Growing Inequality

Like it’s the garden variety sort of divisiveness that might propel us forward instead of say, back a couple of hundred years. Ah, yes, heads will roll. I’d much rather link to Spy, but because we’re about the green, (and you’re the priest) this VF article by Joseph Stiglitz cannot and should not go unread. At least not by you.

Economists long ago tried to justify the vast inequalities that seemed so troubling in the mid-19th century—inequalities that are but a pale shadow of what we are seeing in America today. The justification they came up with was called “marginal-productivity theory.” In a nutshell, this theory associated higher incomes with higher productivity and a greater contribution to society. It is a theory that has always been cherished by the rich. Evidence for its validity, however, remains thin.
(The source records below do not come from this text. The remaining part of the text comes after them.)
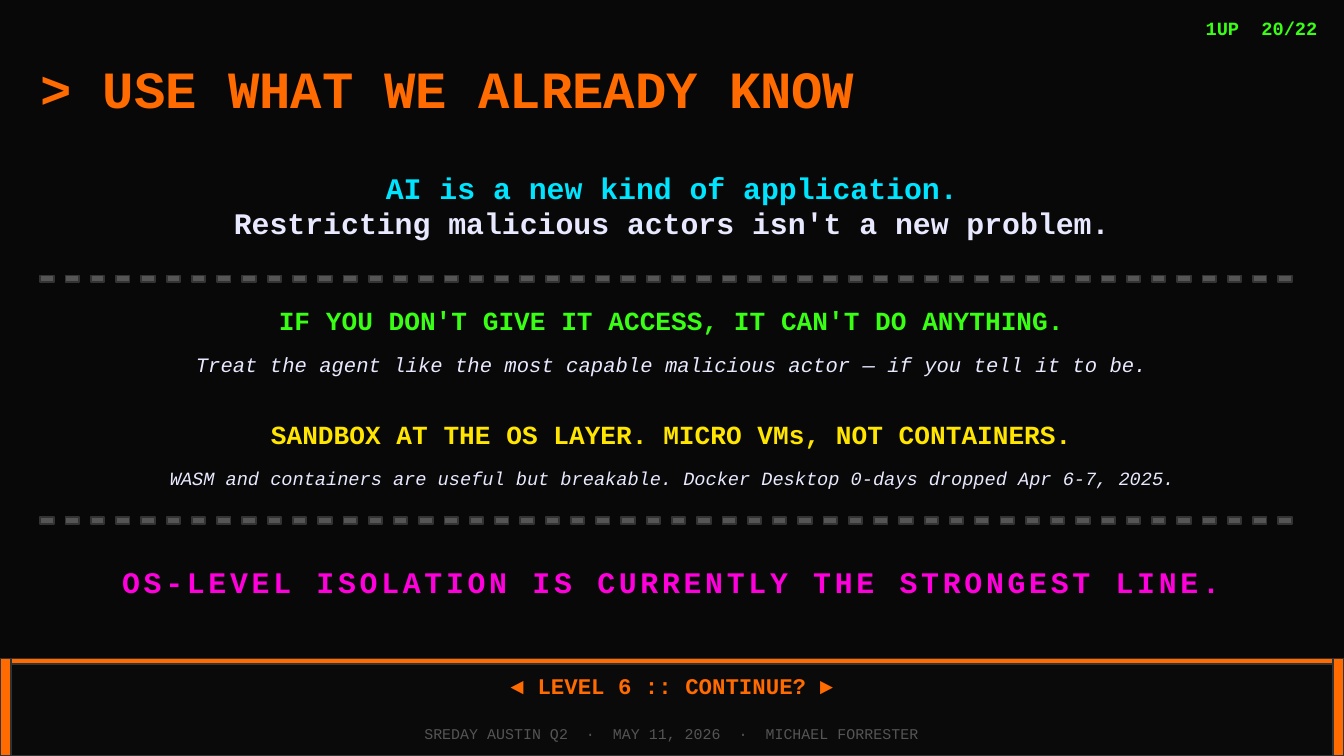
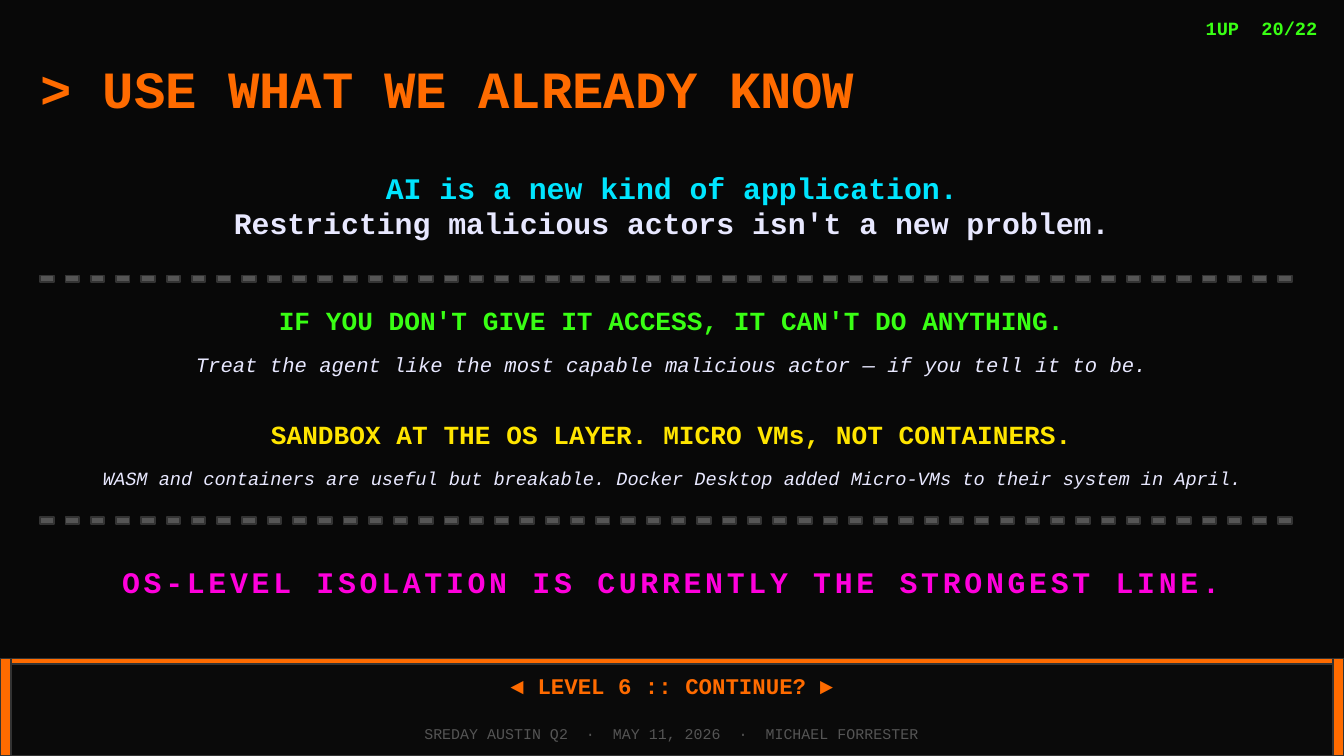
Before and after one commit to peopleforrester/SREday-Texas-2026, a slide deck: slide 19 of presentations/sreday-austin-2026-deck-arcade.pptx. Drawn at 1344x756 pixels with LibreOffice and Linux fonts; fonts in the diff are those of the drawing. Boxes give left, top, right and bottom in pixels: in the first picture for what was removed or moved away, otherwise in the second. Text is boxed around its words. In the diff, an @@ line names an element or a change of style, - is before the commit and + after.

```diff
--- a/presentations/sreday-austin-2026-deck-arcade.pptx
+++ b/presentations/sreday-austin-2026-deck-arcade.pptx
@@ text at [103,472,1241,489]: text changed @@
-WASM and containers are useful but breakable. Docker Desktop 0-days dropped Apr 6-7, 2025.
+WASM and containers are useful but breakable. Docker Desktop added Micro-VMs to their system in April.
```
Also in this commit, not shown: 5 other slides changed, 1 slide removed.

The corporate executives who helped bring on the recession of the past three years—whose contribution to our society, and to their own companies, has been massively negative—went on to receive large bonuses. In some cases, companies were so embarrassed about calling such rewards “performance bonuses” that they felt compelled to change the name to “retention bonuses” (even if the only thing being retained was bad performance). Those who have contributed great positive innovations to our society, from the pioneers of genetic understanding to the pioneers of the Information Age, have received a pittance compared with those responsible for the financial innovations that brought our global economy to the brink of ruin.

And now it won’t, go unread. The ruin part is mostly assured. Right?